▶ [Problem statement]:
Each entry is to be given again precisely, and no picture may be carried over.

▶ [Entries supplied]:

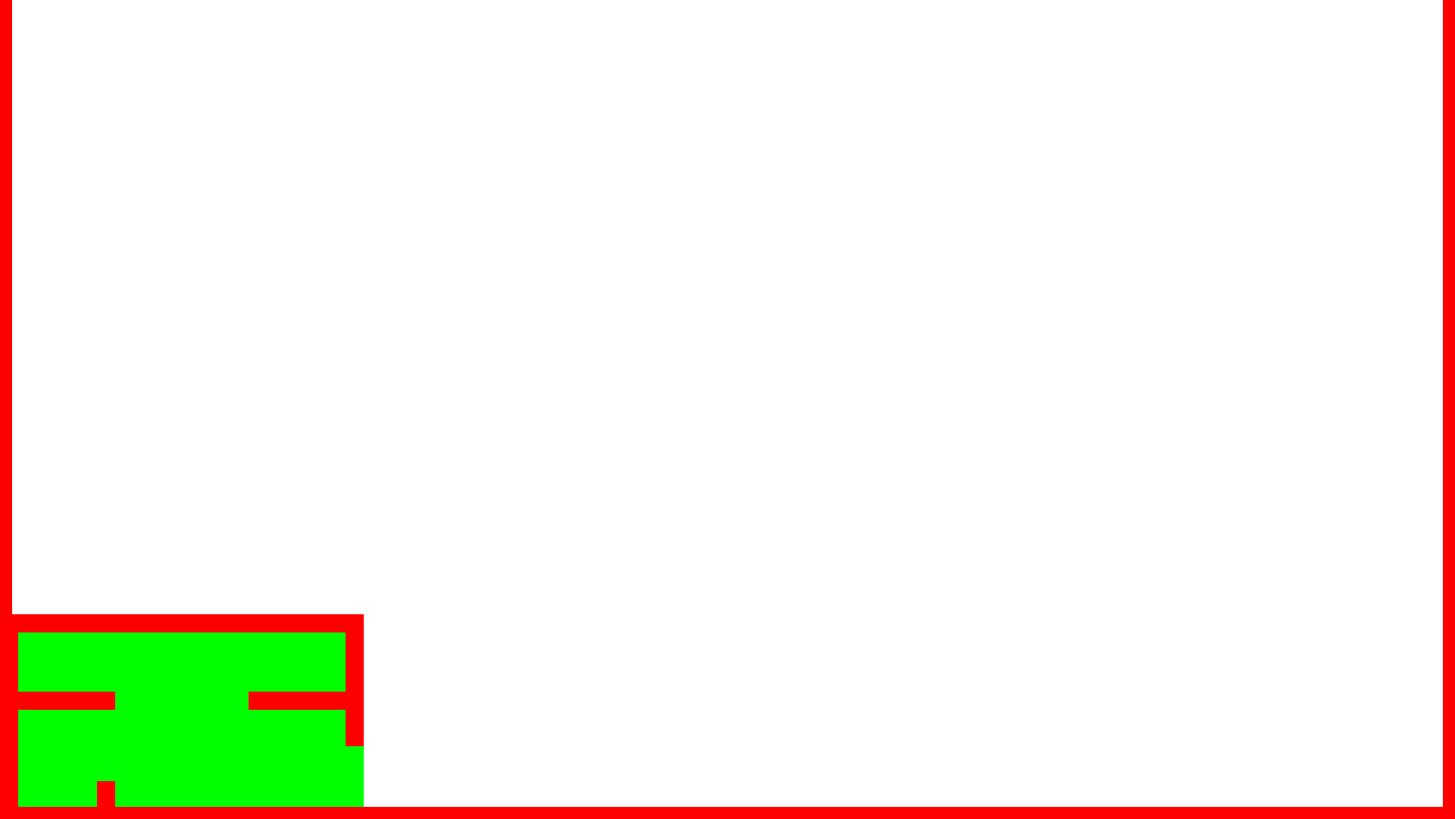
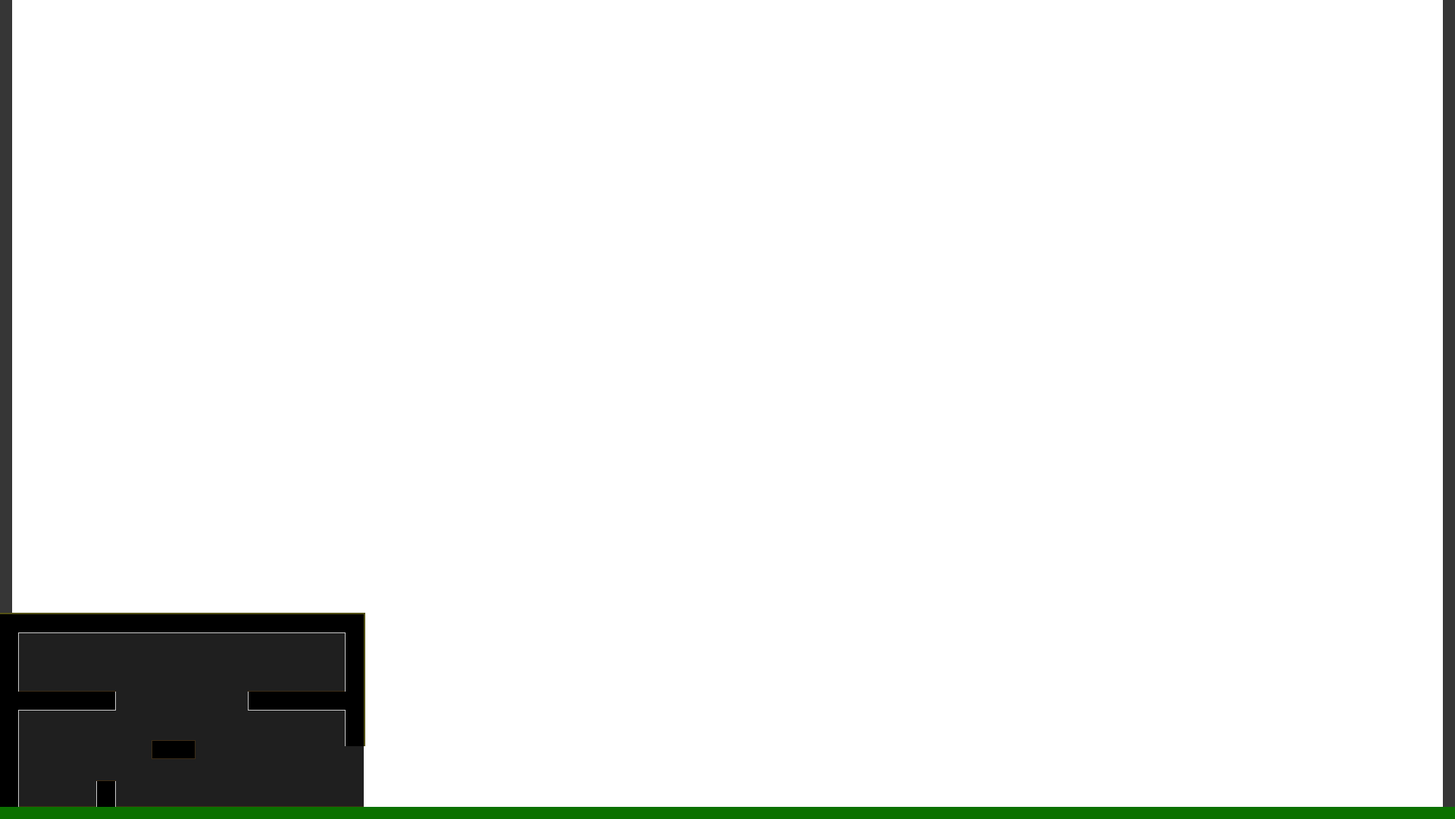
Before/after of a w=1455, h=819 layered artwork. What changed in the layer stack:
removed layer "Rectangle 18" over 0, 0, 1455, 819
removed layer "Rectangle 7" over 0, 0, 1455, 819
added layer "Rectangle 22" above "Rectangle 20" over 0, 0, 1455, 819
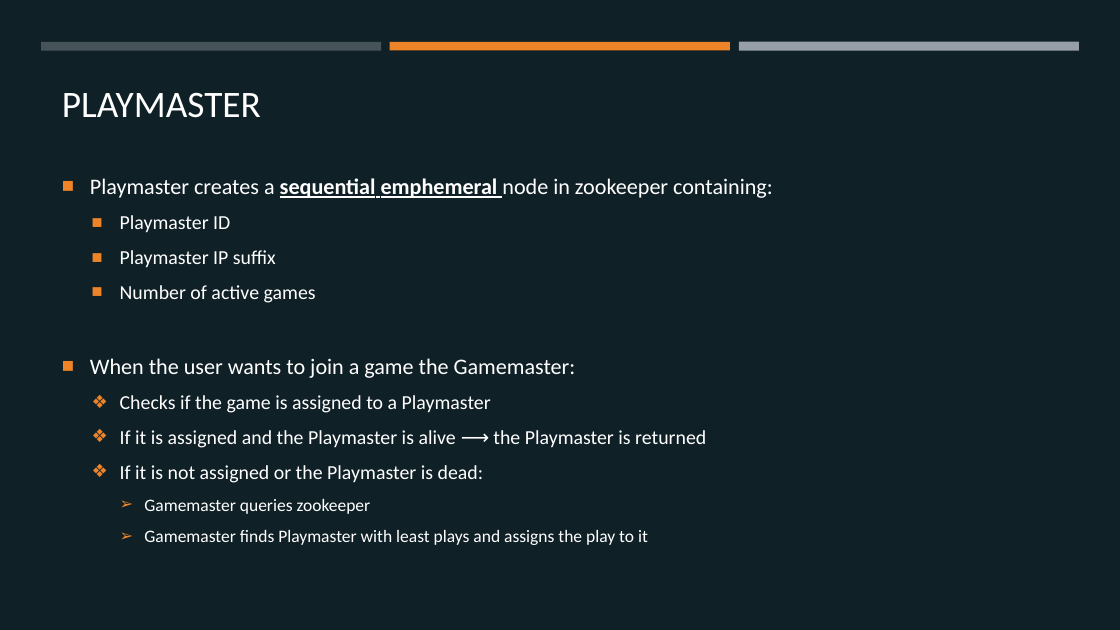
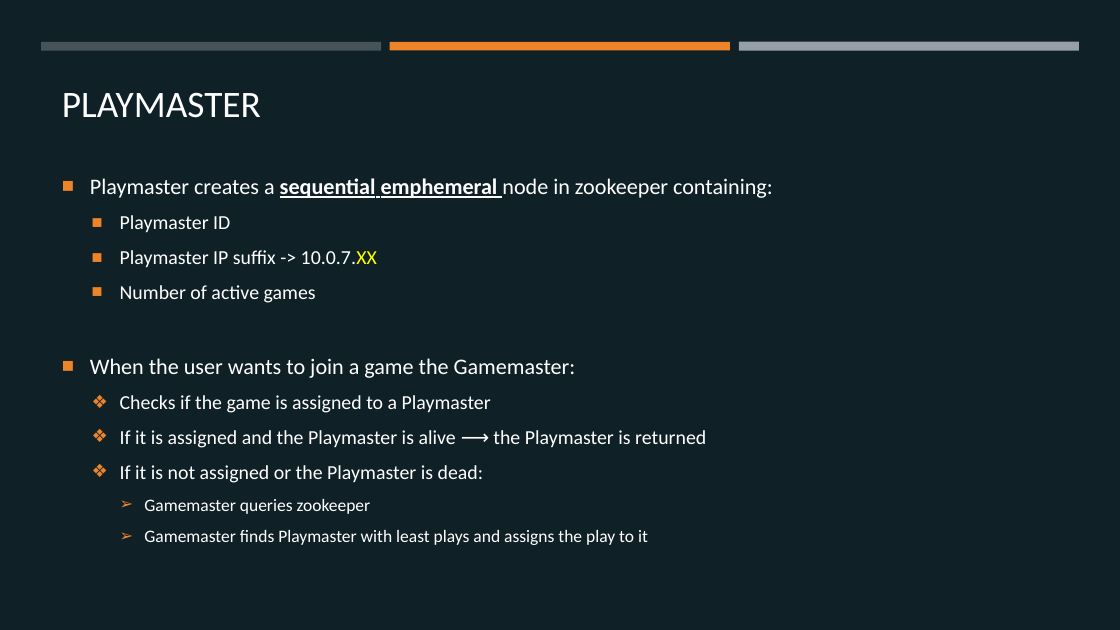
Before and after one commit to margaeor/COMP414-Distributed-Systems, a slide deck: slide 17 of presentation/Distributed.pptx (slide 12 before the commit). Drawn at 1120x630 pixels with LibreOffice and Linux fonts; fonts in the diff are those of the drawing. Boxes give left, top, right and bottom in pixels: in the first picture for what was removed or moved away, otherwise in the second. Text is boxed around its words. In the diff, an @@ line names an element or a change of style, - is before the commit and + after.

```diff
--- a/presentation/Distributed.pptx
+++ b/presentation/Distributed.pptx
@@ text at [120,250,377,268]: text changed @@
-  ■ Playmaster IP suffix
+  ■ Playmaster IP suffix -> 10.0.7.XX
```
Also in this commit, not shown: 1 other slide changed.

▶ [Task response]:
Before/after of a w=1455, h=819 layered artwork. What changed in the layer stack:
removed layer "Rectangle 18" over 0, 0, 1455, 819
removed layer "Rectangle 7" over 0, 0, 1455, 819
added layer "Rectangle 22" above "Rectangle 20" over 0, 0, 1455, 819
Before and after one commit to margaeor/COMP414-Distributed-Systems, a slide deck: slide 17 of presentation/Distributed.pptx (slide 12 before the commit). Drawn at 1120x630 pixels with LibreOffice and Linux fonts; fonts in the diff are those of the drawing. Boxes give left, top, right and bottom in pixels: in the first picture for what was removed or moved away, otherwise in the second. Text is boxed around its words. In the diff, an @@ line names an element or a change of style, - is before the commit and + after.

```diff
--- a/presentation/Distributed.pptx
+++ b/presentation/Distributed.pptx
@@ text at [120,250,377,268]: text changed @@
-  ■ Playmaster IP suffix
+  ■ Playmaster IP suffix -> 10.0.7.XX
```
Also in this commit, not shown: 1 other slide changed.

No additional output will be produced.